0

I have a small internal webpage that requires a log in. When logged in, a simple HTML page is loaded, and there are javascript scripts that load the actual content of the pages.

I want to:

  • Log into the page
  • Run the javascript
  • Extract information from the page
  • Find links in the page and repeat the procedure

I found that there is a package called requests_html that sounds like the goal is to be able to do something like this. I managed to use requests_html to log into the page and get the HTML view of the page I want. It should then be possible to call

response.html.render()

and requests_html should then use pyppeteer, that downloads and launches a headless chromium, loads the webpage, renders the page, and then returns back the result. This actually works, but it only returns the log in page. The session information from requests_html is not passed to pyppeteer and/or chromium.

Is it possible to use the same session, or do I need to try to log in using only pyppeteer?

Here is a code example, but you need a small webpage with form login and javascript rendering to try it on:

from requests_html import HTMLSession
from lxml import html

url = "https://example.com"
username = "user@example.com"
password = "hunter2"
session = HTMLSession()
payload = {
    "input_user": username,
    "input_password": password
}
response = session.post(url, data=payload)
# Logged in here
response = session.get(url)
response.html.render()

# Output from this shows login page
print(response.html.html)
MrBerta
  • 2,457
  • 12
  • 24

2 Answers2

1

You can install the github version of requests-html and use the following parameter to render():

response.html.render(send_cookies_session=True)

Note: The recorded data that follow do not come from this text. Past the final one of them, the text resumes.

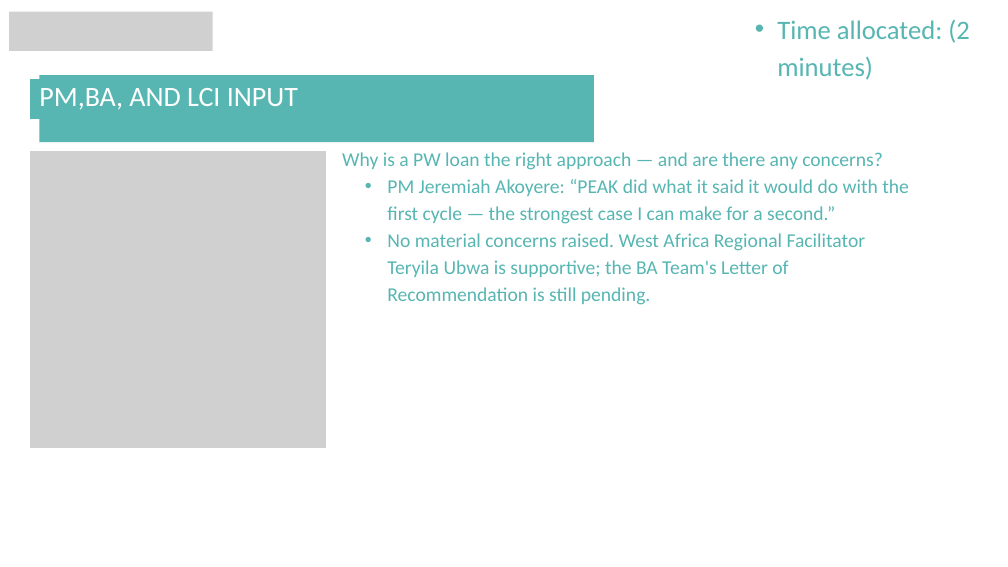
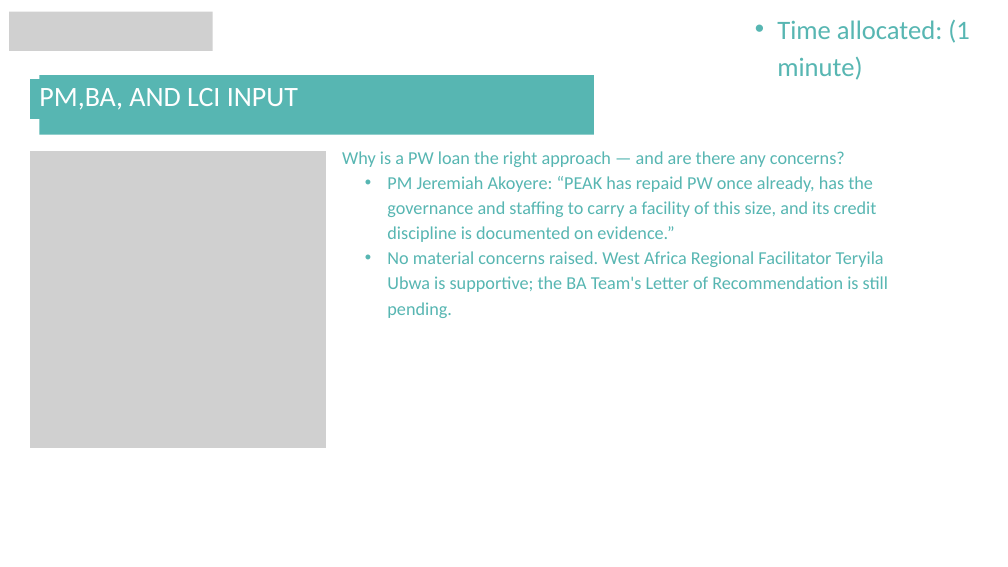
Before and after one commit to jakoyere-collab/NGO-Opportunities, a slide deck: slide 5 of deliverables/PEAK_Formal_Loan_Application_Presentation.pptx. Drawn at 1008x567 pixels with LibreOffice and Linux fonts; fonts in the diff are those of the drawing; grey boxes stand for pictures. Boxes give left, top, right and bottom in pixels: in the first picture for what was removed or moved away, otherwise in the second. Text is boxed around its words. In the diff, an @@ line names an element or a change of style, - is before the commit and + after.

```diff
--- a/deliverables/PEAK_Formal_Loan_Application_Presentation.pptx
+++ b/deliverables/PEAK_Formal_Loan_Application_Presentation.pptx
@@ text at (777, 20, 970, 80): text changed @@
-  • Time allocated: (2 minutes)
+  • Time allocated: (1 minute)
@@ rectangle: place and size @@
-rectangle at (39, 75, 594, 142)
+rectangle at (39, 75, 594, 135)
@@ text at (342, 151, 888, 318): size 28 to 26 pt in "Why is a PW loan the right ...", "No material concerns raised. West Africa Regional ..." @@
@@ text at (387, 176, 877, 242): text changed; size 28 to 26 pt @@
-  • PM Jeremiah Akoyere: “PEAK did what it said it would do with the first cycle — the strongest case I can make for a second.”
+  • PM Jeremiah Akoyere: “PEAK has repaid PW once already, has the governance and staffing to carry a facility of this size, and its credit discipline is documented on evidence.”
```
Also in this commit, not shown: 9 other slides changed, 6 slides added.

This will maintain your login authorization from your session in the Chromium page instance used to render.

virantha
  • 11
  • 1
  • 1
    Thanks for the answer! Can you post a link to the github version that you are talking about as well? – MrBerta Dec 18 '19 at 08:39
0

The download of the github version (I suppose a less stable version) is not required. You can specify reload=False as follows:

response.html.render(reload=False)

Just saw that this is from 2019... I guess better late than never and yes that is what she said ;-)

Andres R
  • 120
  • 1
  • 5